このメルマガでは、身近な生活シーンから、社会生活に密着した産業技術を生活者の目線で紹介していきます。私たちの暮らしを支える産業技術を身近に感じていただければ幸いです。
モーター革新! 性能を飛躍的にアップさせるモーターコイルの開発
(はじめに)
- ある一般財団法人の調査によると、日本あるいは全世界における総消費電力の約半分は、モーターによる消費である。製造業における生産用・空調用の動力や家庭用のエアコン、冷蔵庫などに使われているモーターの消費電力が多い。このため、省エネで高効率なモーターの開発が継続的に行われているが、モーターの基本的な構造は長年大きく変わっていない。今後、自動車の電動化が急激に進むと予想される中、蓄電池の開発とともに高効率なモーターの開発が急がれている。
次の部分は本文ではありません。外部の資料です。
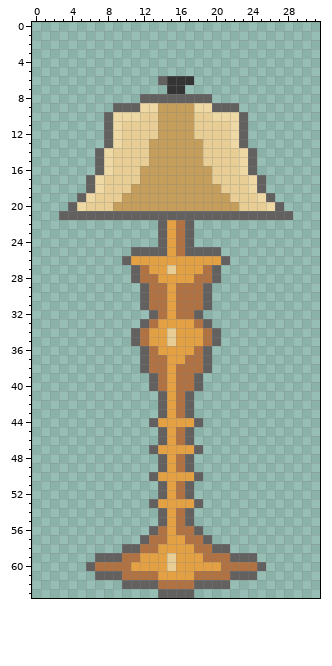
A pixel-art sprite gets an edit: Shapeshift/Assets/Sprites/lamp.png. Above: the version before the commit.
The file is 32x64 pixels. The old version is drawn lined up with the new one.
New version:
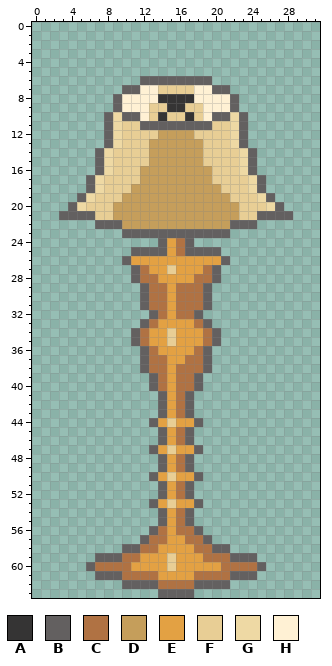
Palette (. is transparent): A #353434  B #636060  C #b07243  D #c59e5b  E #e3a143  F #e8ce95  G #eed9a4  H #fff1d4
The commit says: Made the lamp orthographic.
From old to new:
whole drawing moved by +0,+6 (the old picture is shown already moved)
@@ x 7..24 @@
  5 ..................
- 6 .......BAAA.......
- 7 ........AA........
- 8 .....BBBBBBBB.....
- 9 ..BBBGGDDDDGGBBB..
-10 .BGGGFFDDDDFFGGGB.
-11 .BGFFFFDDDDFFFFGB.
+ 6 .....BBBBBBBB.....
+ 7 ...BBHHFFFFHHBB...
+ 8 ..BHHHHAAAAHHHHB..
+ 9 ..BHHHFFAAFFHHHB..
+10 .BGBBHFAFFAFHBBGB.
+11 .BGFFBBBBBBBBFFGB.
 12 .BGFFFFDDDDFFFFGB.
@@ x 5..26 @@
 20 GFFFDDDDDDDDDDDDDDFFFG
-21 BBBBBBBBBBBBBBBBBBBBBB
-22 .........BECB.........
-23 .........BECB.........
+21 BBFFDDDDDDDDDDDDDDFFBB
+22 ..BBBDDDDDDDDDDDDBBB..
+23 .....BBBBBBBBBBBB.....
 24 .........BECB.........
@@ x 13..17 @@
 43 .BECB
-44 BEEEE
+44 BEFEE
 45 .BECB
 46 .BECB
-47 BEEEE
+47 BEFEE
 48 .BECB
 49 .BECB
-50 BEEEE
+50 BEFEE
 51 .BECB
 52 .BECB
-53 BEEEE
+53 BEFEE
 54 .BECB

- このような状況下で、資金力の有する大企業ではなく、田園風景の広がる秋田県横手市にある中小企業の「株式会社アスター」(従業員約70名)が、発想の転換とアイデアにより、従来の性能を大幅に上回るモーターコイル「ASTコイル」の開発に成功し、各業界から高い関心を集めている。
(会社設立の経緯と概要)
- 創業のきっかけは、本郷社長がかつて働いていた福島県の会社がリーマンショックの影響により秋田工場を閉鎖したことであった。当時、秋田工場の工場長だった本郷社長が、工場で働く従業員の雇用を守りたいとの強い思いから、工場を買い取る形で「株式会社アスター」を2010年に設立した。工場閉鎖後の翌日に創業し、引き継いだ従業員の給与と仕事の確保を最優先した。創業当初は、カーオーディオやプリンターの組み立てなどの下請け作業が多く、資金繰りも非常に厳しい綱渡りの経営が続いた。この経験から、自社製品の開発の必要性と1日でも早いスピード開発が会社の存亡にかかわるとの信念の下、需要の裾野が広いオンリーワン技術の開発を目指すようになった。
- その後、独自の技術による融雪シート(屋根の融雪用など)やLED照明(野球場や体育館用など)などの開発、製造を行い、ヒット商品を生み出している。また、同社の技術力が評価され、車メーカーのレクサスから部品製造も受注。今でもレクサスの部品は一度も不良品を出すことなく納入しているという。技術の向上や製造工程の改善はもちろんであるが、本郷社長いわく「勤勉かつ優秀でまじめな従業員の力」のおかげだという。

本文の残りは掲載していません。